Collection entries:
★ ★ ★ ★ ★ ★ ★

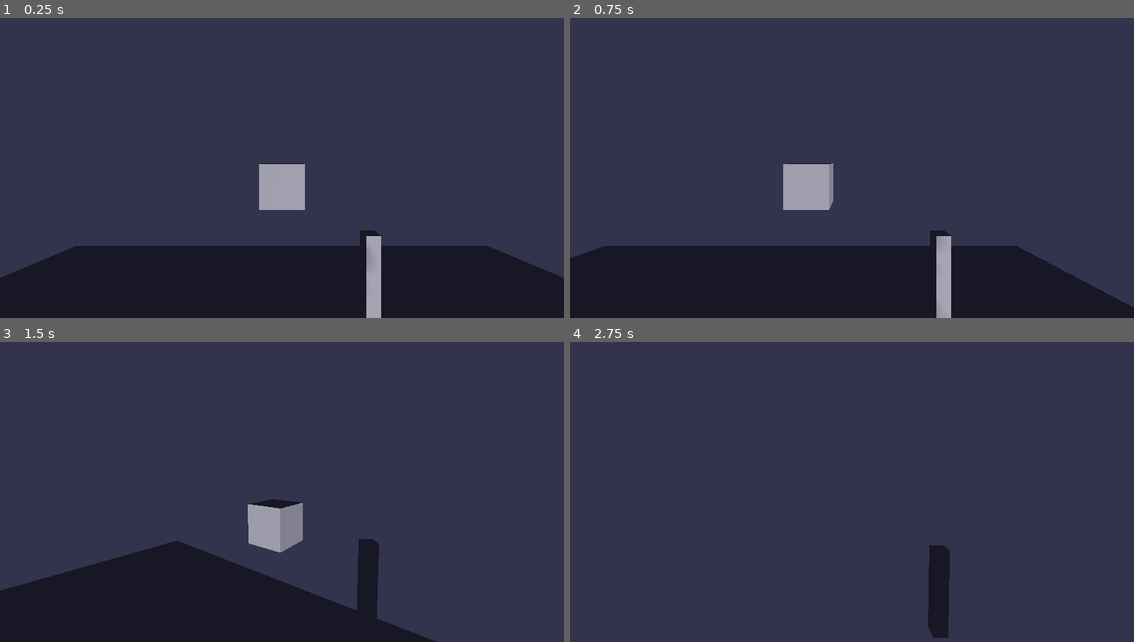
Above: before the commit, frames 1-4 (two rows, left to right).
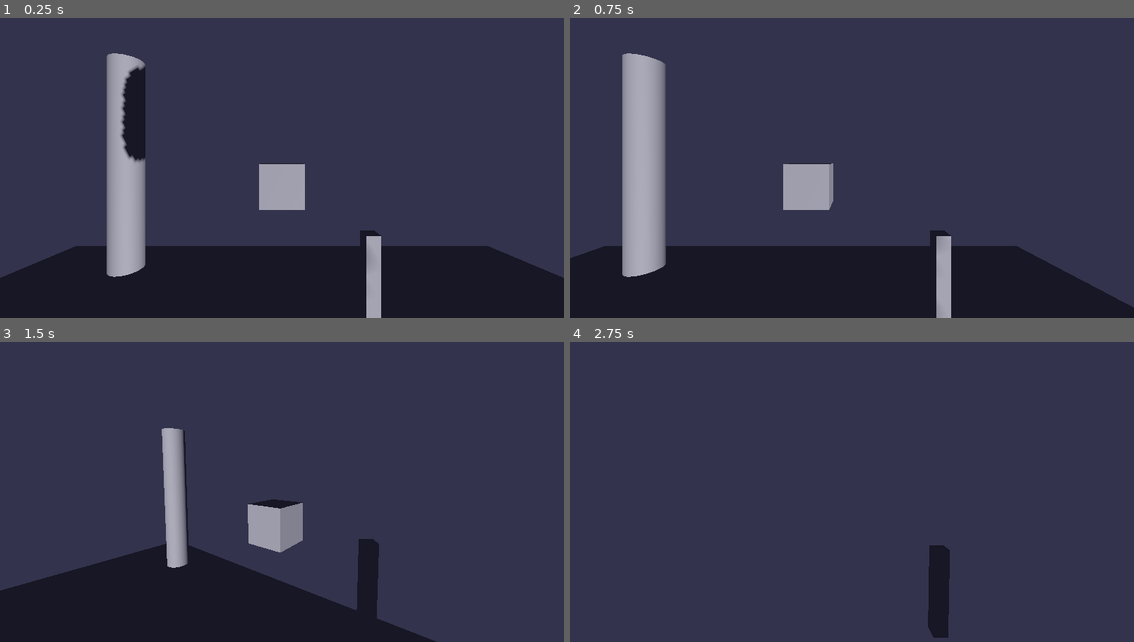
Above: after the commit, the same moments.

Repository: markettrade724-max/real-team
Game: Godot game, scene res://main_scene.tscn
The game is run twice, just before and just after one commit, with the same random seed, the same clock (stepped at 60 frames per second) and the same inputs.
Inputs (mouse positions are in pixels of both pictures, inside the frame that each line leads up to):
- Up to frame 1 (0.25 s): no input
- Up to frame 2 (0.75 s): tap Enter at 0.5 s; move the mouse to (976, 144) at 0.52 s; hold D (move_right) from 0.53 s (still down); click (976, 144) at 0.6 s
- Up to frame 3 (1.5 s): tap Space (jump) at 0.77 s; move the mouse to (253, 486) at 1.27 s; release D (move_right) at 1.28 s; hold W (move_forward) from 1.28 s (still down); click (253, 486) at 1.35 s
- Up to frame 4 (2.75 s): keep holding W (move_forward); tap Space (jump) at 1.52 s; move the mouse to (863, 477) at 2.02 s; click (863, 477) at 2.1 s

The runs differ from the first frame. In frame 1, 4.9% of the frame differs, in the area x 18-26%, y 11-87%; in frame 2, 5.5%, in the area x 9-18%, y 11-87%; in frame 3, 1.8%; in frame 4, nothing differs.

Commit message:
Add pillar with cylinder mesh to main scene
Added a pillar with a cylinder mesh and collision shape.

Diff:
--- a/godot-projects/genesis-3d/main_scene.tscn
+++ b/godot-projects/genesis-3d/main_scene.tscn
@@ -13,6 +13,15 @@
 orientation = 1
 
 [sub_resource type="WorldBoundaryShape3D" id="3_plane"]
+
+[sub_resource type="CylinderMesh" id="4_cylinder"]
+top_radius = 0.3
+bottom_radius = 0.3
+height = 4.0
+
+[sub_resource type="CylinderShape3D" id="5_cyl_shape"]
+radius = 0.3
+height = 4.0
 
 [node name="MainScene" type="Node3D"]
 script = ExtResource("2_script")
@@ -35,3 +44,12 @@
 
 [node name="Target" parent="." instance=ExtResource("3_target")]
 transform = Transform3D(1, 0, 0, 0, 1, 0, 0, 0, 1, 0, 0.5, -5)
+
+[node name="Pillar" type="StaticBody3D" parent="."]
+transform = Transform3D(1, 0, 0, 0, 1, 0, 0, 0, 1, -3, 1.5, -4)
+
+[node name="MeshInstance3D" type="MeshInstance3D" parent="Pillar"]
+mesh = SubResource("4_cylinder")
+
+[node name="CollisionShape3D" type="CollisionShape3D" parent="Pillar"]
+shape = SubResource("5_cyl_shape")
Not shown: 1 places in godot-projects/genesis-3d/main_scene.tscn that only renumber resources

★ ★ ★ ★ ★ ★ ★

WHAT YOU NEED TO DO:
When a line above contains the string "SubResource", copy that line.

RESPONSE AREA:
+mesh = SubResource("4_cylinder")
+shape = SubResource("5_cyl_shape")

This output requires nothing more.